There are various machine-readable ways in which we can represent the descriptive patterns, community conventions and vocabulary-mixing scenarios relevant to some DC community of interest.

These techniques are usually grounded in tools and software via some specific binding of the Dublin Core Abstract Model, and MAY be grounded via a syntax-neutral abstract binding such as RDF's (ie. a concrete grounding that itself supports multiple DCAM-compatible notations).

1. DCAM Binding Type

A DCAM profile MAY restrict itself to a subset of the possible DC Abstract Model bindings.

For example, it may specify that compliant instance data be expressed using a specific named binding (such as DC-in-XHTML).

Restrictions on binding type SHOULD specify the specific version of a DCAM concrete binding.


2. Document Exemplars

DCAM documentation MAY include 1 or more examplar instance documents indicating typical expected usage.

Exemplar instances MUST be relative to named DCAM bindings, ie. if sample RDF/XML is shown, some version of a DC-in-RDF Abstract Model binding would be named.

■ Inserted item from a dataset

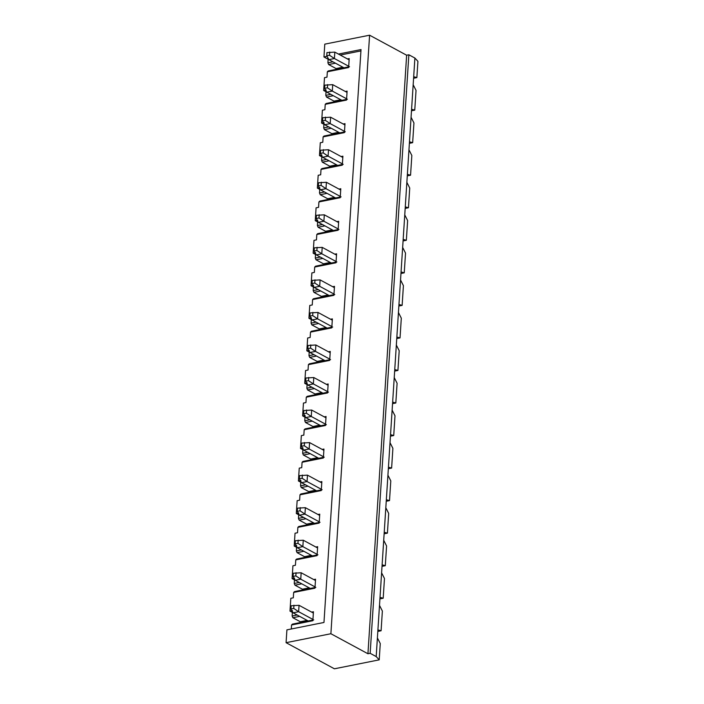 <?xml version="1.0" encoding="UTF-8"?>
<svg xmlns="http://www.w3.org/2000/svg" width="704" height="704" viewBox="0 0 704 704"><rect width="100%" height="100%" fill="white"/><g stroke="black" fill="none" stroke-linecap="round" stroke-linejoin="round"><path stroke-width="1.06" d="M299.05 605.308L313.35 613.034L299.05 605.308L298.637 611.714L312.937 619.441L298.637 611.714L293.11 612.814L308.211 620.981L293.11 612.814L298.637 611.714L299.05 605.308L291.174 605.774L290.972 608.978L293.735 608.423L293.946 605.22L293.735 608.423L298.637 611.714L293.735 608.423L290.972 608.978L293.11 612.814L290.972 608.978L291.174 605.774L299.05 605.308M301.162 572.766L315.454 580.492L301.162 572.766L300.749 579.172L315.04 586.898L300.749 579.172L295.214 580.272L310.314 588.438L295.214 580.272L300.749 579.172L301.162 572.766L293.278 573.232L293.075 576.435L295.838 575.89L296.05 572.686L295.838 575.89L300.749 579.172L295.838 575.89L293.075 576.435L295.214 580.272L293.075 576.435L293.278 573.232L301.162 572.766M303.266 540.223L317.557 547.95L303.266 540.223L302.852 546.63L317.143 554.356L302.852 546.63L297.317 547.738L312.418 555.896L297.317 547.738L302.852 546.63L303.266 540.223L295.39 540.698L295.178 543.902L297.942 543.347L298.153 540.144L297.942 543.347L302.852 546.63L297.942 543.347L295.178 543.902L297.317 547.738L295.178 543.902L295.39 540.698L303.266 540.223M305.369 507.681L319.669 515.407L305.369 507.681L304.955 514.087L319.246 521.814L304.955 514.087L299.42 515.196L314.521 523.354L299.42 515.196L304.955 514.087L305.369 507.681L297.493 508.156L297.282 511.359L300.045 510.805L300.256 507.602L300.045 510.805L304.955 514.087L300.045 510.805L297.282 511.359L299.42 515.196L297.282 511.359L297.493 508.156L305.369 507.681M307.472 475.147L321.772 482.874L307.472 475.147L307.058 481.554L321.358 489.28L307.058 481.554L301.523 482.654L316.633 490.82L301.523 482.654L307.058 481.554L307.472 475.147L299.596 475.614L299.385 478.817L302.157 478.262L302.359 475.059L302.157 478.262L307.058 481.554L302.157 478.262L299.385 478.817L301.523 482.654L299.385 478.817L299.596 475.614L307.472 475.147M309.575 442.605L323.875 450.331L309.575 442.605L309.162 449.011L323.462 456.738L309.162 449.011L303.626 450.111L318.736 458.278L303.626 450.111L309.162 449.011L309.575 442.605L301.699 443.08L301.488 446.274L304.26 445.729L304.462 442.526L304.26 445.729L309.162 449.011L304.26 445.729L301.488 446.274L303.626 450.111L301.488 446.274L301.699 443.08L309.575 442.605M311.678 410.062L325.978 417.789L311.678 410.062L311.265 416.469L325.565 424.195L311.265 416.469L305.738 417.578L320.839 425.735L305.738 417.578L311.265 416.469L311.678 410.062L303.802 410.538L303.6 413.741L306.363 413.186L306.566 409.983L306.363 413.186L311.265 416.469L306.363 413.186L303.6 413.741L305.738 417.578L303.6 413.741L303.802 410.538L311.678 410.062M313.782 377.529L328.082 385.255L313.782 377.529L313.368 383.926L327.668 391.653L313.368 383.926L307.842 385.035L322.942 393.193L307.842 385.035L313.368 383.926L313.782 377.529L305.906 377.995L305.703 381.198L308.466 380.644L308.678 377.441L308.466 380.644L313.368 383.926L308.466 380.644L305.703 381.198L307.842 385.035L305.703 381.198L305.906 377.995L313.782 377.529M315.885 344.986L330.185 352.713L315.885 344.986L315.471 351.393L329.771 359.119L315.471 351.393L309.945 352.493L325.046 360.659L309.945 352.493L315.471 351.393L315.885 344.986L308.009 345.453L307.806 348.656L310.57 348.11L310.781 344.907L310.57 348.11L315.471 351.393L310.57 348.11L307.806 348.656L309.945 352.493L307.806 348.656L308.009 345.453L315.885 344.986M317.997 312.444L332.288 320.17L317.997 312.444L317.574 318.85L331.874 326.577L317.574 318.85L312.048 319.959L327.149 328.117L312.048 319.959L317.574 318.85L317.997 312.444L310.112 312.919L309.91 316.122L312.673 315.568L312.884 312.365L312.673 315.568L317.574 318.85L312.673 315.568L309.91 316.122L312.048 319.959L309.91 316.122L310.112 312.919L317.997 312.444M320.1 279.902L334.391 287.628L320.1 279.902L319.686 286.308L333.978 294.034L319.686 286.308L314.151 287.417L329.252 295.574L314.151 287.417L319.686 286.308L320.1 279.902L312.224 280.377L312.013 283.58L314.776 283.026L314.987 279.822L314.776 283.026L319.686 286.308L314.776 283.026L312.013 283.58L314.151 287.417L312.013 283.58L312.224 280.377L320.1 279.902M322.203 247.368L336.494 255.094L322.203 247.368L321.79 253.774L336.081 261.501L321.79 253.774L316.254 254.874L331.355 263.041L316.254 254.874L321.79 253.774L322.203 247.368L314.327 247.834L314.116 251.038L316.879 250.483L317.09 247.28L316.879 250.483L321.79 253.774L316.879 250.483L314.116 251.038L316.254 254.874L314.116 251.038L314.327 247.834L322.203 247.368M324.306 214.826L338.606 222.552L324.306 214.826L323.893 221.232L338.193 228.958L323.893 221.232L318.358 222.332L333.458 230.498L318.358 222.332L323.893 221.232L324.306 214.826L316.43 215.292L316.219 218.495L318.991 217.95L319.194 214.746L318.991 217.95L323.893 221.232L318.991 217.95L316.219 218.495L318.358 222.332L316.219 218.495L316.43 215.292L324.306 214.826M326.41 182.283L340.71 190.01L326.41 182.283L325.996 188.69L340.296 196.416L325.996 188.69L320.461 189.798L335.57 197.956L320.461 189.798L325.996 188.69L326.41 182.283L318.534 182.758L318.322 185.962L321.094 185.407L321.297 182.204L321.094 185.407L325.996 188.69L321.094 185.407L318.322 185.962L320.461 189.798L318.322 185.962L318.534 182.758L326.41 182.283M328.513 149.741L342.813 157.467L328.513 149.741L328.099 156.147L342.399 163.874L328.099 156.147L322.573 157.256L337.674 165.414L322.573 157.256L328.099 156.147L328.513 149.741L320.637 150.216L320.434 153.419L323.198 152.865L323.4 149.662L323.198 152.865L328.099 156.147L323.198 152.865L320.434 153.419L322.573 157.256L320.434 153.419L320.637 150.216L328.513 149.741M330.616 117.207L344.916 124.934L330.616 117.207L330.202 123.614L344.502 131.34L330.202 123.614L324.676 124.714L339.777 132.88L324.676 124.714L330.202 123.614L330.616 117.207L322.74 117.674L322.538 120.877L325.301 120.322L325.503 117.119L325.301 120.322L330.202 123.614L325.301 120.322L322.538 120.877L324.676 124.714L322.538 120.877L322.74 117.674L330.616 117.207M332.719 84.665L347.019 92.391L332.719 84.665L332.306 91.071L346.606 98.798L332.306 91.071L326.779 92.171L341.88 100.338L326.779 92.171L332.306 91.071L332.719 84.665L324.843 85.14L324.641 88.334L327.404 87.789L327.615 84.586L327.404 87.789L332.306 91.071L327.404 87.789L324.641 88.334L326.779 92.171L324.641 88.334L324.843 85.14L332.719 84.665M334.831 52.122L349.122 59.849L334.831 52.122L334.409 58.529L348.709 66.255L334.409 58.529L328.882 59.638L343.983 67.795L328.882 59.638L334.409 58.529L334.831 52.122L326.946 52.598L326.744 55.801L329.507 55.246L329.718 52.043L329.507 55.246L334.409 58.529L329.507 55.246L326.744 55.801L328.882 59.638L326.744 55.801L326.946 52.598L334.831 52.122M414.762 110.132L416.038 90.402L413.169 84.726L411.585 109.261L414.762 110.132L411.488 110.783L414.762 110.132L411.585 109.261L413.169 84.726L413.688 76.718L416.865 77.59L417.921 61.318L414.894 58.045L413.688 76.718L414.894 58.045L408.857 54.78L406.639 55.22L369.591 35.2L324.782 44.15L323.954 56.962L324.782 44.15L369.591 35.2L330.889 633.732L369.591 35.2L406.639 55.22L367.937 653.752L406.639 55.22L408.857 54.78L370.154 653.312L408.857 54.78L414.894 58.045L417.921 61.318L416.865 77.59L413.591 78.241L416.865 77.59L413.688 76.718L413.169 84.726L416.038 90.402L414.762 110.132M412.658 142.666L413.934 122.936L411.066 117.269L409.482 141.803L412.658 142.666L409.385 143.326L412.658 142.666L409.482 141.803L411.585 109.261L411.066 117.269L413.934 122.936L412.658 142.666M410.555 175.208L411.831 155.478L408.962 149.802L407.378 174.337L410.555 175.208L407.282 175.859L410.555 175.208L407.378 174.337L409.482 141.803L408.962 149.802L411.831 155.478L410.555 175.208M408.452 207.75L409.728 188.021L406.859 182.345L405.275 206.879L408.452 207.75L405.17 208.402L408.452 207.75L405.275 206.879L407.378 174.337L406.859 182.345L409.728 188.021L408.452 207.75M406.349 240.284L407.625 220.563L404.756 214.887L403.172 239.422L406.349 240.284L403.066 240.944L406.349 240.284L403.172 239.422L405.275 206.879L404.756 214.887L407.625 220.563L406.349 240.284M404.246 272.826L405.522 253.097L402.653 247.43L401.06 271.955L404.246 272.826L400.963 273.486L404.246 272.826L401.06 271.955L403.172 239.422L402.653 247.43L405.522 253.097L404.246 272.826M402.134 305.369L403.41 285.639L400.55 279.963L398.957 304.498L402.134 305.369L398.86 306.02L402.134 305.369L398.957 304.498L401.06 271.955L400.55 279.963L403.41 285.639L402.134 305.369M400.03 337.911L401.306 318.182L398.438 312.506L396.854 337.04L400.03 337.911L396.757 338.562L400.03 337.911L396.854 337.04L398.957 304.498L398.438 312.506L401.306 318.182L400.03 337.911M397.927 370.445L399.203 350.715L396.334 345.048L394.75 369.582L397.927 370.445L394.654 371.105L397.927 370.445L394.75 369.582L396.854 337.04L396.334 345.048L399.203 350.715L397.927 370.445M395.824 402.987L397.1 383.258L394.231 377.582L392.647 402.116L395.824 402.987L392.55 403.647L395.824 402.987L392.647 402.116L394.75 369.582L394.231 377.582L397.1 383.258L395.824 402.987M393.721 435.53L394.997 415.8L392.128 410.124L390.544 434.658L393.721 435.53L390.447 436.181L393.721 435.53L390.544 434.658L392.647 402.116L392.128 410.124L394.997 415.8L393.721 435.53M391.618 468.072L392.894 448.342L390.025 442.666L388.441 467.201L391.618 468.072L388.335 468.723L391.618 468.072L388.441 467.201L390.544 434.658L390.025 442.666L392.894 448.342L391.618 468.072M389.514 500.606L390.79 480.876L387.922 475.209L386.338 499.743L389.514 500.606L386.232 501.266L389.514 500.606L386.338 499.743L388.441 467.201L387.922 475.209L390.79 480.876L389.514 500.606M387.411 533.148L388.687 513.418L385.818 507.742L384.226 532.277L387.411 533.148L384.129 533.799L387.411 533.148L384.226 532.277L386.338 499.743L385.818 507.742L388.687 513.418L387.411 533.148M385.299 565.69L386.575 545.961L383.715 540.285L382.122 564.819L385.299 565.69L382.026 566.342L385.299 565.69L382.122 564.819L384.226 532.277L383.715 540.285L386.575 545.961L385.299 565.69M383.196 598.233L384.472 578.503L381.603 572.827L380.019 597.362L383.196 598.233L379.922 598.884L383.196 598.233L380.019 597.362L382.122 564.819L381.603 572.827L384.472 578.503L383.196 598.233M381.093 630.766L382.369 611.037L379.5 605.37L377.916 629.895L381.093 630.766L377.819 631.426L381.093 630.766L377.916 629.895L380.019 597.362L379.5 605.37L382.369 611.037L381.093 630.766M379.218 659.85L380.266 643.579L377.397 637.903L376.191 656.577L379.218 659.85L334.409 668.8L286.079 642.682L286.906 629.869L286.079 642.682L330.889 633.732L367.937 653.752L370.154 653.312L376.191 656.577L377.916 629.895L377.397 637.903L380.266 643.579L379.218 659.85L376.191 656.577L370.154 653.312L367.937 653.752L330.889 633.732L286.079 642.682L334.409 668.8L379.218 659.85M299.666 616.361L292.864 617.725L300.309 621.746L307.12 620.391L300.309 621.746L292.864 617.725L292.142 616.009L297.158 615.006L292.142 616.009L292.424 611.582L292.142 616.009L292.864 617.725L299.666 616.361M312.858 620.717L313.438 611.75L312.858 620.717L291.562 624.976L291.298 628.998L291.562 624.976L292.45 624.122L313.746 619.872L292.45 624.122L291.562 624.976L312.858 620.717M292.371 612.401L289.995 611.125L290.822 598.312L289.995 611.125L292.486 610.623L289.995 611.125L292.371 612.401M294.474 579.867L292.098 578.582L292.926 565.77L292.098 578.582L294.589 578.081L292.098 578.582L294.474 579.867M296.578 547.325L294.202 546.04L295.038 533.227L294.202 546.04L296.692 545.547L294.202 546.04L296.578 547.325M298.681 514.782L296.314 513.498L297.141 500.694L296.314 513.498L298.795 513.005L296.314 513.498L298.681 514.782M300.784 482.24L298.417 480.964L299.244 468.151L298.417 480.964L300.907 480.462L298.417 480.964L300.784 482.24M302.896 449.706L300.52 448.422L301.347 435.609L300.52 448.422L303.01 447.92L300.52 448.422L302.896 449.706M304.999 417.164L302.623 415.879L303.45 403.066L302.623 415.879L305.114 415.386L302.623 415.879L304.999 417.164M307.102 384.622L304.726 383.337L305.554 370.533L304.726 383.337L307.217 382.844L304.726 383.337L307.102 384.622M309.206 352.088L306.83 350.803L307.657 337.99L306.83 350.803L309.32 350.302L306.83 350.803L309.206 352.088M311.309 319.546L308.933 318.261L309.76 305.448L308.933 318.261L311.423 317.768L308.933 318.261L311.309 319.546M313.412 287.003L311.036 285.718L311.872 272.914L311.036 285.718L313.526 285.226L311.036 285.718L313.412 287.003M315.515 254.461L313.148 253.185L313.975 240.372L313.148 253.185L315.63 252.683L313.148 253.185L315.515 254.461M317.618 221.927L315.251 220.642L316.078 207.83L315.251 220.642L317.742 220.141L315.251 220.642L317.618 221.927M319.73 189.385L317.354 188.1L318.182 175.287L317.354 188.1L319.845 187.607L317.354 188.1L319.73 189.385M321.834 156.842L319.458 155.558L320.285 142.754L319.458 155.558L321.948 155.065L319.458 155.558L321.834 156.842M323.937 124.3L321.561 123.024L322.388 110.211L321.561 123.024L324.051 122.522L321.561 123.024L323.937 124.3M326.04 91.766L323.664 90.482L324.491 77.669L323.664 90.482L326.154 89.98L323.664 90.482L326.04 91.766M328.143 59.224L323.954 56.962L327.043 56.346L323.954 56.962L328.143 59.224M323.972 622.468L286.906 629.869L323.972 622.468L361.02 49.562L323.972 622.468M338.43 54.067L361.02 49.562L338.43 54.067M328.196 58.406L327.914 62.823L332.93 61.82L327.914 62.823L328.196 58.406M347.415 58.925L349.21 58.573L348.63 67.54L327.334 71.79L326.982 77.176L324.491 77.669L326.982 77.176L327.334 71.79L328.222 70.946L349.518 66.695L328.222 70.946L327.334 71.79L348.63 67.54L349.21 58.573L347.415 58.925M326.093 90.948L325.802 95.366L330.827 94.362L325.802 95.366L326.093 90.948M345.312 91.467L347.107 91.106L346.526 100.074L325.23 104.333L324.878 109.71L322.388 110.211L324.878 109.71L325.23 104.333L326.119 103.488L347.415 99.229L326.119 103.488L325.23 104.333L346.526 100.074L347.107 91.106L345.312 91.467M323.99 123.49L323.699 127.908L328.715 126.905L323.699 127.908L323.99 123.49M343.209 124.01L344.995 123.649L344.414 132.616L323.118 136.875L322.775 142.252L320.285 142.754L322.775 142.252L323.118 136.875L324.007 136.03L345.303 131.771L324.007 136.03L323.118 136.875L344.414 132.616L344.995 123.649L343.209 124.01M321.886 156.024L321.596 160.442L326.612 159.438L321.596 160.442L321.886 156.024M341.106 156.552L342.892 156.191L342.311 165.158L321.015 169.409L320.672 174.794L318.182 175.287L320.672 174.794L321.015 169.409L321.904 168.564L343.2 164.314L321.904 168.564L321.015 169.409L342.311 165.158L342.892 156.191L341.106 156.552M319.783 188.566L319.493 192.984L324.509 191.981L319.493 192.984L319.783 188.566M339.002 189.086L340.789 188.734L340.208 197.701L318.912 201.951L318.569 207.337L316.078 207.83L318.569 207.337L318.912 201.951L319.801 201.106L341.097 196.856L319.801 201.106L318.912 201.951L340.208 197.701L340.789 188.734L339.002 189.086M317.671 221.109L317.39 225.526L322.406 224.523L317.39 225.526L317.671 221.109M336.89 221.628L338.686 221.267L338.105 230.234L316.809 234.494L316.466 239.87L313.975 240.372L316.466 239.87L316.809 234.494L317.698 233.649L338.994 229.39L317.698 233.649L316.809 234.494L338.105 230.234L338.686 221.267L336.89 221.628M315.568 253.642L315.286 258.069L320.302 257.066L315.286 258.069L315.568 253.642M334.787 254.17L336.582 253.81L336.002 262.777L314.706 267.036L314.354 272.413L311.872 272.914L314.354 272.413L314.706 267.036L315.594 266.182L336.89 261.932L315.594 266.182L314.706 267.036L336.002 262.777L336.582 253.81L334.787 254.17M313.465 286.185L313.183 290.602L318.199 289.599L313.183 290.602L313.465 286.185M332.684 286.704L334.479 286.352L333.898 295.319L312.602 299.57L312.25 304.955L309.76 305.448L312.25 304.955L312.602 299.57L313.491 298.725L334.787 294.474L313.491 298.725L312.602 299.57L333.898 295.319L334.479 286.352L332.684 286.704M311.362 318.727L311.08 323.145L316.096 322.142L311.08 323.145L311.362 318.727M330.581 319.246L332.376 318.894L331.795 327.862L310.499 332.112L310.147 337.489L307.657 337.99L310.147 337.489L310.499 332.112L311.388 331.267L332.684 327.008L311.388 331.267L310.499 332.112L331.795 327.862L332.376 318.894L330.581 319.246M309.258 351.27L308.977 355.687L313.993 354.684L308.977 355.687L309.258 351.27M328.478 351.789L330.273 351.428L329.692 360.395L308.396 364.654L308.044 370.031L305.554 370.533L308.044 370.031L308.396 364.654L309.285 363.81L330.581 359.55L309.285 363.81L308.396 364.654L329.692 360.395L330.273 351.428L328.478 351.789M307.155 383.803L306.865 388.221L311.89 387.226L306.865 388.221L307.155 383.803M326.374 384.331L328.161 383.97L327.589 392.938L306.284 397.188L305.941 402.574L303.45 403.066L305.941 402.574L306.284 397.188L307.173 396.343L328.469 392.093L307.173 396.343L306.284 397.188L327.589 392.938L328.161 383.97L326.374 384.331M305.052 416.346L304.762 420.763L309.778 419.76L304.762 420.763L305.052 416.346M324.271 416.865L326.058 416.513L325.477 425.48L304.181 429.73L303.838 435.116L301.347 435.609L303.838 435.116L304.181 429.73L305.07 428.886L326.366 424.635L305.07 428.886L304.181 429.73L325.477 425.48L326.058 416.513L324.271 416.865M302.949 448.888L302.658 453.306L307.674 452.302L302.658 453.306L302.949 448.888M322.168 449.407L323.954 449.046L323.374 458.014L302.078 462.273L301.734 467.65L299.244 468.151L301.734 467.65L302.078 462.273L302.966 461.428L324.262 457.169L302.966 461.428L302.078 462.273L323.374 458.014L323.954 449.046L322.168 449.407M300.837 481.43L300.555 485.848L305.571 484.845L300.555 485.848L300.837 481.43M320.056 481.95L321.851 481.589L321.27 490.556L299.974 494.815L299.631 500.192L297.141 500.694L299.631 500.192L299.974 494.815L300.863 493.97L322.159 489.711L300.863 493.97L299.974 494.815L321.27 490.556L321.851 481.589L320.056 481.95M298.734 513.964L298.452 518.382L303.468 517.378L298.452 518.382L298.734 513.964M317.953 514.492L319.748 514.131L319.167 523.098L297.871 527.349L297.519 532.734L295.038 533.227L297.519 532.734L297.871 527.349L298.76 526.504L320.056 522.254L298.76 526.504L297.871 527.349L319.167 523.098L319.748 514.131L317.953 514.492M296.63 546.506L296.349 550.924L301.365 549.921L296.349 550.924L296.63 546.506M315.85 547.026L317.645 546.674L317.064 555.641L295.768 559.891L295.416 565.277L292.926 565.77L295.416 565.277L295.768 559.891L296.657 559.046L317.953 554.796L296.657 559.046L295.768 559.891L317.064 555.641L317.645 546.674L315.85 547.026M294.527 579.049L294.246 583.466L299.262 582.463L294.246 583.466L294.527 579.049M313.746 579.568L315.542 579.207L314.961 588.174L293.665 592.434L293.313 597.81L290.822 598.312L293.313 597.81L293.665 592.434L294.554 591.589L315.85 587.33L294.554 591.589L293.665 592.434L314.961 588.174L315.542 579.207L313.746 579.568M311.643 612.11L313.438 611.75L311.643 612.11M360.932 50.917L340.243 55.053L360.932 50.917M300.256 622.565L300.309 621.746L300.256 622.565M301.77 583.818L294.967 585.182L302.412 589.204L309.223 587.849L302.412 589.204L294.967 585.182L294.246 583.466L294.967 585.182L301.77 583.818M302.359 590.022L302.412 589.204L302.359 590.022M303.882 551.285L297.07 552.64L304.524 556.67L311.326 555.306L304.524 556.67L297.07 552.64L296.349 550.924L297.07 552.64L303.882 551.285M304.471 557.489L304.524 556.67L304.471 557.489M305.985 518.742L299.174 520.098L306.627 524.128L313.43 522.764L306.627 524.128L299.174 520.098L298.452 518.382L299.174 520.098L305.985 518.742M306.574 524.946L306.627 524.128L306.574 524.946M308.088 486.2L301.277 487.564L308.73 491.586L315.533 490.23L308.73 491.586L301.277 487.564L300.555 485.848L301.277 487.564L308.088 486.2M308.678 492.404L308.73 491.586L308.678 492.404M310.191 453.658L303.38 455.022L310.834 459.043L317.645 457.688L310.834 459.043L303.38 455.022L302.658 453.306L303.38 455.022L310.191 453.658M310.781 459.862L310.834 459.043L310.781 459.862M312.294 421.124L305.483 422.479L312.937 426.51L319.748 425.146L312.937 426.51L305.483 422.479L304.762 420.763L305.483 422.479L312.294 421.124M312.884 427.328L312.937 426.51L312.884 427.328M314.398 388.582L307.595 389.937L315.04 393.967L321.851 392.603L315.04 393.967L307.595 389.937L306.865 388.221L307.595 389.937L314.398 388.582M314.987 394.786L315.04 393.967L314.987 394.786M316.501 356.039L309.698 357.403L317.143 361.425L323.954 360.07L317.143 361.425L309.698 357.403L308.977 355.687L309.698 357.403L316.501 356.039M317.09 362.243L317.143 361.425L317.09 362.243M318.604 323.497L311.802 324.861L319.246 328.891L326.058 327.527L319.246 328.891L311.802 324.861L311.08 323.145L311.802 324.861L318.604 323.497M319.194 329.71L319.246 328.891L319.194 329.71M320.716 290.963L313.905 292.318L321.358 296.349L328.161 294.985L321.358 296.349L313.905 292.318L313.183 290.602L313.905 292.318L320.716 290.963M321.306 297.167L321.358 296.349L321.306 297.167M322.819 258.421L316.008 259.785L323.462 263.806L330.264 262.451L323.462 263.806L316.008 259.785L315.286 258.069L316.008 259.785L322.819 258.421M323.409 264.625L323.462 263.806L323.409 264.625M324.922 225.878L318.111 227.242L325.565 231.264L332.367 229.909L325.565 231.264L318.111 227.242L317.39 225.526L318.111 227.242L324.922 225.878M325.512 232.082L325.565 231.264L325.512 232.082M327.026 193.345L320.214 194.7L327.668 198.73L334.479 197.366L327.668 198.73L320.214 194.7L319.493 192.984L320.214 194.7L327.026 193.345M327.615 199.549L327.668 198.73L327.615 199.549M329.129 160.802L322.318 162.158L329.771 166.188L336.582 164.824L329.771 166.188L322.318 162.158L321.596 160.442L322.318 162.158L329.129 160.802M329.718 167.006L329.771 166.188L329.718 167.006M331.232 128.26L324.421 129.624L331.874 133.646L338.686 132.29L331.874 133.646L324.421 129.624L323.699 127.908L324.421 129.624L331.232 128.26M331.822 134.464L331.874 133.646L331.822 134.464M333.335 95.718L326.533 97.082L333.978 101.103L340.789 99.748L333.978 101.103L326.533 97.082L325.802 95.366L326.533 97.082L333.335 95.718M333.925 101.922L333.978 101.103L333.925 101.922M335.438 63.184L328.636 64.539L336.081 68.57L342.892 67.206L336.081 68.57L328.636 64.539L327.914 62.823L328.636 64.539L335.438 63.184M336.028 69.388L336.081 68.57L336.028 69.388"/></g></svg>

Notes: Examplar document instances can be useful for user-facing documentation, since actual examples are often more accessible and understandable than schema-level abstractions.

3. Document Instance Syntactic Restrictions (eg. DTDs)

For DCAM bindings that specify a textual notation (typically but not always XML based), any relevant syntactic profiling mechanisms MAY be used.

For example, XML DTDs, Relax-NG or W3C XML Schemas, or Schematron schemas could all be used to express restrictions and extensions for an application profile, indicated in terms of XML-validatable rules, can be used.

Notes: The expression of syntactic restrictions in XML, although relative to a specific textual notation, provide a powerful and industrially accepted mechanism for expression information needs, shared expectations etc.

This technique can be used against RDF/XML and non-RDF XML instance formats.

For non-XML RDF formats, techniques such as W3C's GRDDL can be used to indicate transformation technques (eg. using XSLT) that can convert instances into DCAM-compatible abstractions and hence into other formats. These transformations can ensure that instance data can be converted into other DCAM bindings; however there is no known mechanism for translating syntactic-binding level constraints into their equivalent in other bindings.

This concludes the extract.